James Liao, centre, plays a Chinese drum as his students accompany him on the cymbals and a gong at a Lunar New Year celebration in Kolkata. Photo: Luo Ruiyao

Each year, Liao and his students perform a lion dance to bring the Lunar New Year celebrations in Tangra, one of Kolkata’s two Chinatowns, to a close. The festivities were somewhat subdued this year because of the coronavirus pandemic, but about 300 people still showed up – many of whom filmed the dance for family or friends who now live overseas.

Lunar New Year: the Chinese left ‘trapped and helpless’ overseas

As many as 50,000 ethnic Chinese once called India home before the Sino-Indian war of 1962. But in the decades since that brief conflict, the community has dwindled and Liao – who said he likes to think of lion dance as a sport rather than a cultural activity – now exclusively teaches Indian students, including two girls, who hail from as far afield as the states of West Bengal and Bihar.

Many of his students came to Liao after watching the videos he posts to YouTube, which show him practising martial arts such as wing chun and tai chi. He is keen to teach children self defence, having been bullied himself as a teenager at a local English-language school, but also offers them complementary lion dance lessons, complete with instructions in the art’s “eight virtues” – including loyalty, integrity, bravery, honesty and teamwork.

James Liao's students perform a lion dance during Lunar New Year celebrations in Kolkata. Photo: Luo Ruiyao

“I’ve been showing them how to follow these virtues as a guideline,” Liao said. “It’s not just about the show, the show will come and go, but their personalities have to be improved.”

Though Liao has long been a fan of lion dance – vividly remembering using a bucket as a makeshift lion’s head to imitate other dancers in his younger years – it was not until he came across the YouTube videos of Malaysia-based Xiao Feihong more than a decade ago that he really began to hone his skills.

Impressed by the quality of the choreography on display, Liao reached out to Xiao, who was so encouraged by the Kolkata native’s passion for lion dance that he agreed to take him on as an apprentice.

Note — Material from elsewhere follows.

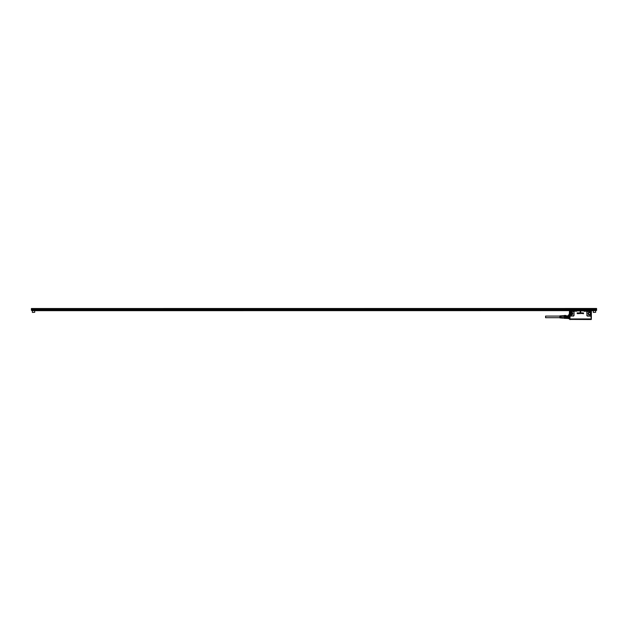 <?xml version="1.0" encoding="UTF-8"?>
<svg xmlns="http://www.w3.org/2000/svg" width="628" height="628" viewBox="0 0 628 628"><rect width="100%" height="100%" fill="white"/><g stroke="black" fill="none" stroke-linecap="round" stroke-linejoin="round"><path stroke-width="0.94" d="M559.846 317.705L545.575 317.705L545.575 316.088L559.846 316.088M562.704 315.719L559.846 315.892L559.846 317.909L562.939 318.161L562.939 315.641L562.704 318.074M561.393 315.829L561.628 317.988L561.393 315.829M560.796 315.86L561.04 317.956L560.796 315.86M560.207 315.9L560.443 317.917L560.207 315.9M564.132 315.499L564.14 318.325M565.914 318.09L564.187 318.325L568.057 318.443L565.797 318.349M564.187 318.011L564.187 317.219L568.057 317.25L568.057 316.551L565.914 316.551L565.914 317.25M565.797 315.452L564.187 315.476L564.187 317.219M564.187 316.583L565.797 316.583L565.797 317.219M564.187 315.79L565.914 315.711M568.057 317.25L565.797 317.289L565.797 317.956L568.175 317.956M568.175 317.289L568.057 316.551M568.175 315.837L565.797 315.837L565.797 316.512L568.175 316.512M569.086 318.255L569.086 315.546L568.756 318.6L568.497 315.193L568.473 318.616M578.686 310.844L577.964 310.836M591.223 319.393L590.139 319.471M570.703 319.471L569.8 319.511M590.414 313.568A0.95 0.95 0 0 1 589.92 314.408A0.95 0.95 0 0 1 588.515 313.568A0.95 0.95 0 0 1 589.009 312.736A0.95 0.95 0 0 1 590.414 313.568M569.643 319.424L591.262 319.519M572.336 313.568A0.95 0.95 0 0 1 571.841 314.408L570.436 313.568A0.95 0.95 0 0 1 570.93 312.736L572.336 313.568M591.081 319.471L589.935 319.33M570.852 319.409L589.982 319.409M591.293 319.424L589.998 319.409M569.91 319.04L590.924 319.33M590.932 311.135L590.461 311.284A0.871 0.871 0 0 1 590.909 311.519L591.333 311.205L591.356 318.938L591.356 311.166L590.917 311.143M571.119 311.135L569.533 311.158L571.142 311.158M572.406 311.213L573.333 311.284A0.871 0.871 0 0 1 574.039 312.14L573.882 315.232L573.168 315.947L570.554 315.947L569.839 315.232L569.965 315.641M572.783 311.213L575.279 311.213M575.813 311.213L577.061 310.836L575.743 310.931L577.061 310.836L575.743 310.931L576.724 311.284M570.554 315.947L570.554 316.104A0.871 0.871 0 0 1 569.941 315.86L569.965 311.739A0.714 0.714 0 0 0 569.839 312.14L570.051 311.629A0.714 0.714 0 0 1 570.554 311.425L572.328 311.213M589.511 311.229L586.034 311.213M585.06 311.213L585.594 311.213M590.87 311.205L586.12 311.213M590.132 314.793A1.397 1.397 0 0 1 588.24 314.236A1.397 1.397 0 0 1 588.797 312.344A1.389 1.389 0 0 0 588.24 314.236A1.389 1.389 0 0 0 590.132 314.793A1.397 1.397 0 0 0 590.689 312.901A1.397 1.397 0 0 0 588.797 312.344A1.389 1.389 0 0 1 590.689 312.901A1.389 1.389 0 0 1 590.132 314.793M590.885 311.739A0.714 0.714 0 0 1 591.011 312.14L590.885 315.641A0.714 0.714 0 0 0 591.011 315.232L590.909 315.86A0.871 0.871 0 0 1 590.296 316.104L587.682 315.947L586.968 315.232L586.968 312.14L587.518 311.284L590.296 311.284M591.011 312.14L591.011 315.232M571.072 311.135L569.941 311.135M572.053 314.793A1.397 1.397 0 0 1 570.161 314.236A1.397 1.397 0 0 1 570.719 312.344C572.226 312.038 572.869 312.642 572.642 314.165A1.397 1.397 0 0 1 572.053 314.793A1.389 1.389 0 0 0 572.344 312.556A1.389 1.389 0 0 0 570.161 314.236A1.389 1.389 0 0 0 572.053 314.793M571.543 311.284L570.554 311.425M577.163 312.877L577.705 312.877L577.163 312.877M577.572 313.537L577.179 313.529L577.572 313.537M577.705 313.662L577.705 312.877L577.736 313.639L577.156 313.56M577.807 312.987L578.333 312.877L577.807 312.987M578.333 313.662L578.333 312.877L578.364 313.631M578.741 313.662L578.419 312.917L579.181 312.917L578.741 313.67L578.419 312.917L579.181 312.917L578.741 313.67M579.299 313.16L579.754 312.972L579.754 313.568L579.189 313.482L579.503 313.003L579.181 313.482L579.762 313.576L579.762 312.972L579.299 313.16M580.005 313.615L580.225 312.87L580.484 313.576L579.927 313.474L580.335 313.521A0.479 0.479 0 0 0 580.335 313.521L580.225 312.862L580.484 313.576L580.005 313.615M581.332 312.917L581.332 313.498L581.332 312.917M581.599 313.27L582.015 313.05L581.567 312.956L582.007 313.05L581.724 313.537L581.52 312.885A0.479 0.479 0 0 0 581.52 312.885L581.52 312.885A0.471 0.471 0 0 1 581.512 312.877L581.512 312.885M581.512 312.877L581.599 313.278M582.509 313.443L582.125 312.885L582.313 313.451L582.925 312.893L582.925 313.537L582.297 313.545L582.125 312.893L582.219 313.419L582.509 312.893L582.863 313.231A0.479 0.479 0 0 0 582.87 313.223L582.509 313.451M583.365 313.78L583.129 312.932L583.679 313.121L583.129 313.113A2.379 2.379 0 0 1 583.129 313.121L583.365 313.78L583.129 312.932L583.679 313.121L583.129 313.113A2.379 2.379 0 0 1 583.129 313.121L583.365 313.78M580.052 312.202L580.398 311.449L580.798 312.202L580.453 311.449L580.044 312.202L580.774 312.242L580.044 312.202M573.301 311.441L573.882 312.14M571.221 311.425L573.168 311.425M577.061 310.907L584.99 310.907L577.061 310.836M584.126 311.284L585.327 311.284L584.99 310.907M587.549 311.441L590.296 311.425M585.131 311.056L590.838 311.284M588.538 311.213L588.091 311.213M590.885 315.641L590.296 315.947M590.799 315.743L591.301 319.024M590.972 311.213L589.731 311.135M569.839 312.14L569.839 315.232M577.148 313.56L577.705 313.67M591.333 318.938L569.941 318.938L570.051 315.743M589.982 319.024L588.876 319.04M569.957 319.024L590.909 319L569.533 319L569.243 314.903L569.494 311.166L569.941 311.519A0.871 0.871 0 0 1 570.554 311.268M569.274 317.949L569.518 315.727L569.243 314.903L568.481 314.903L568.481 318.655M568.481 314.903L568.411 318.686M32.491 312.43L34.728 312.289L32.491 312.43M32.35 311.001L32.35 312.289M34.728 311.001L34.728 312.289M32.052 310.625L35.027 310.625M31.4 310.342L596.6 310.389L31.4 310.342L31.4 308.529L596.6 308.481L31.4 308.529M31.636 310.389L596.365 310.389M35.678 310.672L592.322 310.632L35.678 310.672M596.6 308.529L596.6 308.96L31.4 308.96M596.6 310.342L596.6 309.839L31.4 309.839M593.413 312.43L595.65 312.289L593.413 312.43M595.65 311.001L595.65 312.289M593.272 311.001L593.272 312.289M596.6 309.839L596.6 309.031L31.4 309.031M595.948 310.625L592.973 310.625M589.755 314.502A0.973 0.973 0 0 0 590.32 313.105A0.973 0.973 0 0 0 588.993 312.713A0.973 0.973 0 0 0 589.755 314.502M571.676 314.502A0.973 0.973 0 0 0 572.241 313.105A0.973 0.973 0 0 0 570.915 312.713A0.973 0.973 0 0 0 571.676 314.502M588.954 312.642A1.06 1.06 0 0 0 589.778 314.581A1.06 1.06 0 0 0 590.391 313.058A1.06 1.06 0 0 0 588.954 312.642M570.876 312.642A1.06 1.06 0 0 0 571.7 314.581A1.06 1.06 0 0 0 572.312 313.058A1.06 1.06 0 0 0 570.876 312.642M588.868 312.477A1.24 1.24 0 0 0 589.504 314.809A1.24 1.24 0 0 0 590.555 312.972A1.24 1.24 0 0 0 588.868 312.477M570.789 312.477A1.24 1.24 0 0 0 571.425 314.809A1.24 1.24 0 0 0 572.477 312.972A1.24 1.24 0 0 0 570.789 312.477M588.813 312.375A1.358 1.358 0 0 0 589.504 314.926A1.358 1.358 0 0 0 590.658 312.917A1.358 1.358 0 0 0 588.813 312.375M570.734 312.375A1.358 1.358 0 0 0 571.425 314.926A1.358 1.358 0 0 0 572.579 312.917A1.358 1.358 0 0 0 570.734 312.375M591.003 318.946L590.571 318.946M571.221 311.284L573.168 311.284M591.152 312.14L591.152 315.232M570.554 316.104L573.168 315.947M573.168 316.104A0.871 0.871 0 0 0 574.039 315.232L573.882 315.232M574.039 315.232L574.039 312.14M586.968 315.232L586.811 312.14A0.871 0.871 0 0 1 587.518 311.284L585.06 311.072M586.811 315.232A0.871 0.871 0 0 0 587.682 316.104L587.682 315.947M587.682 316.104L590.296 316.104M569.494 311.205L569.478 314.667M569.698 312.14L569.698 315.232M569.023 318.482L568.897 315.311M596.6 309.91L31.4 309.91M31.4 309.604L596.6 309.604M31.4 309.266L596.6 309.266M562.939 315.719L564.132 315.719M562.939 318.074L564.132 318.074"/></g></svg>

Over his two weeks of training, Liao learned all he could about the music, moves and “virtues” of lion dancing – taking the skills he picked up back to his home city.

Lions aren’t native to China, so where did the traditional lion dance come from?

Liao’s lion dance team are now regularly invited to perform at the opening of new Chinese restaurants in Kolkata and other major cities. They have also been asked, somewhat surprisingly, to take to the stage at several Indian weddings – though for these, Liao changes the performance slightly to have scrolls come out of the lion’s mouth reading bainian haohe (a traditional Chinese wedding greeting, wishing the couple a long and happy life).

Despite the fact that many of his students – the oldest of whom has been with him for more than six years now – first came to Liao out of a desire to learn martial arts, he said they soon developed a passion for lion dancing, too.

The two disciplines, he said, “are actually connected. All the footwork, moves and styles of lion dance are connected to martial arts.”

Liao’s wish is that his students now take what he has taught them, and carry on lion dancing for many years to come.

“It doesn’t matter if you are Indian or Chinese,” he said, anyone can lion dance “as long as you maintain the quality and virtues”.